O driver montado no chip AL9910 não possui isolação galvânica da rede, portanto deve ser utilizado somente onde for impossível o contato direto com os elementos do circuito.
O chip está disponível em duas versões: AL9910 e AL9910a. Eles diferem na tensão mínima de disparo (15 e 20V, respectivamente) e na tensão de saída do regulador interno ((7,5 ou 10V, respectivamente) O AL9910a também tem um consumo um pouco maior em modo sleep.
O custo dos microcircuitos é de cerca de 60 rublos / peça.
Circuito de comutação típico (sem escurecimento) fica assim:
Aqui os LEDs estão sempre acesos na potência máxima, que é definida pelo valor do resistor Rsenso:
Rsenso = 0,25 / (euCONDUZIU + 0,15⋅ICONDUZIU)

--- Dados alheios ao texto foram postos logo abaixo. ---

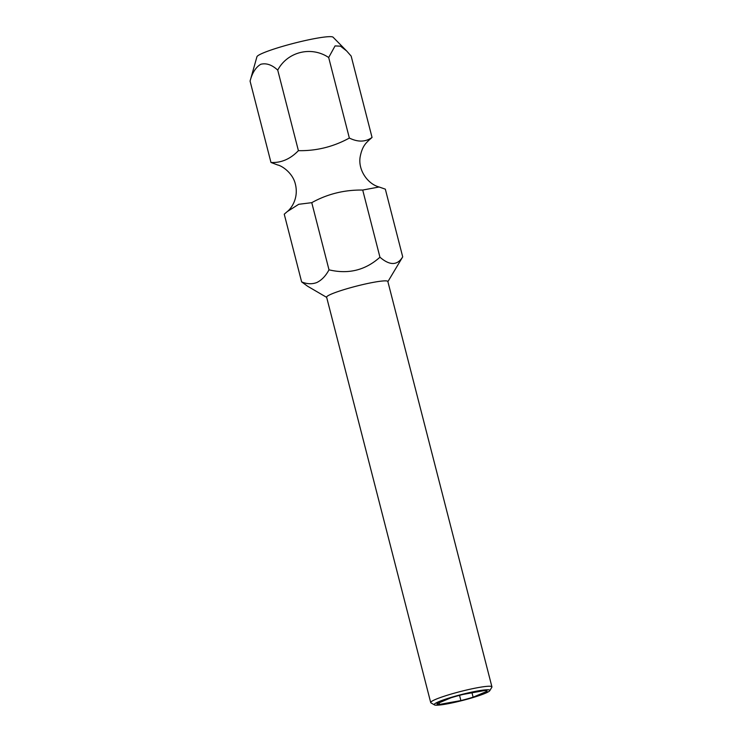 <?xml version="1.0" encoding="UTF-8"?>
<svg xmlns="http://www.w3.org/2000/svg" width="742" height="742" viewBox="0 0 742 742"><rect width="100%" height="100%" fill="white"/><g stroke="black" fill="none" stroke-linecap="round" stroke-linejoin="round"><path stroke-width="1.11" d="M301.623 281.886L284.242 214.178L287.312 211.553C291.142 208.623 298.915 198.262 295.372 184.118C292.849 173.025 281.979 165.8 277.712 164.993L270.969 162.47C281.153 163.008 290.298 159.076 298.405 150.663C316.398 151.006 333.381 146.805 349.352 138.049C357.987 142.279 365.556 142.084 372.048 137.446L368.542 140.563C366.298 142.974 362.235 145.896 360.167 156.85C357.848 170.011 367.744 184.044 379.106 186.993L385.33 189.154L402.711 256.862C397.369 265.58 389.782 265.701 379.95 257.214C365.389 270.246 348.406 274.447 329.003 269.828C325.747 275.922 321.676 280.161 316.788 282.544C312.002 284.325 306.947 284.103 301.623 281.886L307.633 286.254L326.675 297.375M287.312 211.553L298.738 204.291L311.761 202.668C327.435 193.977 344.409 189.776 362.708 190.054L379.95 257.214M438.735 701.7A28.725 3.005 -14.4 0 1 471.022 692.267A28.725 3.005 -14.4 0 1 489.776 690.691A28.725 3.005 -14.4 0 1 485.324 693.278A28.725 3.005 -14.4 0 1 455.866 702.08A28.725 3.005 -14.4 0 1 434.441 704.9A28.725 3.005 -14.4 0 1 438.735 701.7M434.441 704.9L430.972 702.878A31.6 3.311 -14.4 0 1 430.712 702.581A31.6 3.311 -14.4 0 1 435.693 699.354A31.6 3.311 -14.4 0 1 478.071 687.611A31.6 3.311 -14.4 0 1 491.927 686.86A31.6 3.311 -14.4 0 1 491.844 687.24L489.776 690.691M491.927 686.86L387.843 281.487A31.6 3.311 165.6 0 0 373.987 282.238A31.6 3.311 165.6 0 0 331.609 293.98A31.6 3.311 165.6 0 0 326.628 297.208L430.712 702.581M346.338 50.651L333.093 37.211A39.391 4.127 165.6 0 0 304.35 40.745A39.391 4.127 165.6 0 0 263.122 53.007A39.391 4.127 165.6 0 0 256.927 56.763L250.073 81.11C252.197 72.901 255.749 67.29 260.748 64.285C266.332 62.866 271.989 64.814 277.731 70.128C287.33 51.829 311.241 45.763 328.678 57.514L335.069 45.911L340.513 46.18L346.644 50.957L351.161 56.086L372.048 137.446M387.89 281.663L402.711 256.862M437.001 703.713A25.849 2.708 165.6 0 0 436.992 703.917A25.849 2.708 165.6 0 0 439.561 704.427L460.884 700.569A25.849 2.708 165.6 0 0 473.118 697.183L487.049 691.266A25.849 2.708 165.6 0 0 487.067 691.062A25.849 2.708 165.6 0 0 484.489 690.552L463.175 694.41A25.849 2.708 165.6 0 0 450.941 697.795L437.001 703.713M311.761 202.668L329.003 269.828M362.708 190.054L379.106 186.993M459.539 695.337L460.884 700.569M439.561 704.427L439.143 702.804M473.118 697.183L471.995 692.815M349.352 138.049L328.678 57.514M298.405 150.663L277.731 70.128M270.969 162.47L250.073 81.11"/></g></svg>

Para ajustar o brilho, a 7ª perna é arrancada do Vdd e pendurada em um potenciômetro que produz de 45 a 250 mV. Além disso, o brilho pode ser ajustado aplicando um sinal PWM ao pino PWM_D. Se esta saída estiver aterrada, o microcircuito é desligado, o transistor de saída está completamente fechado, a corrente consumida pelo circuito cai para ~0,5mA.
A frequência de geração deve estar na faixa de 25 a 300 kHz e, como mencionado anteriormente, é determinada pelo resistor Rosc. A dependência pode ser expressa pela seguinte equação:
fosc = 25 / (Rosc + 22), onde Rosc - resistência em kiloohms (geralmente de 75 a 1000 kOhm).
O resistor é conectado entre a 8ª perna do microcircuito e o “terra” (ou o pino GATE).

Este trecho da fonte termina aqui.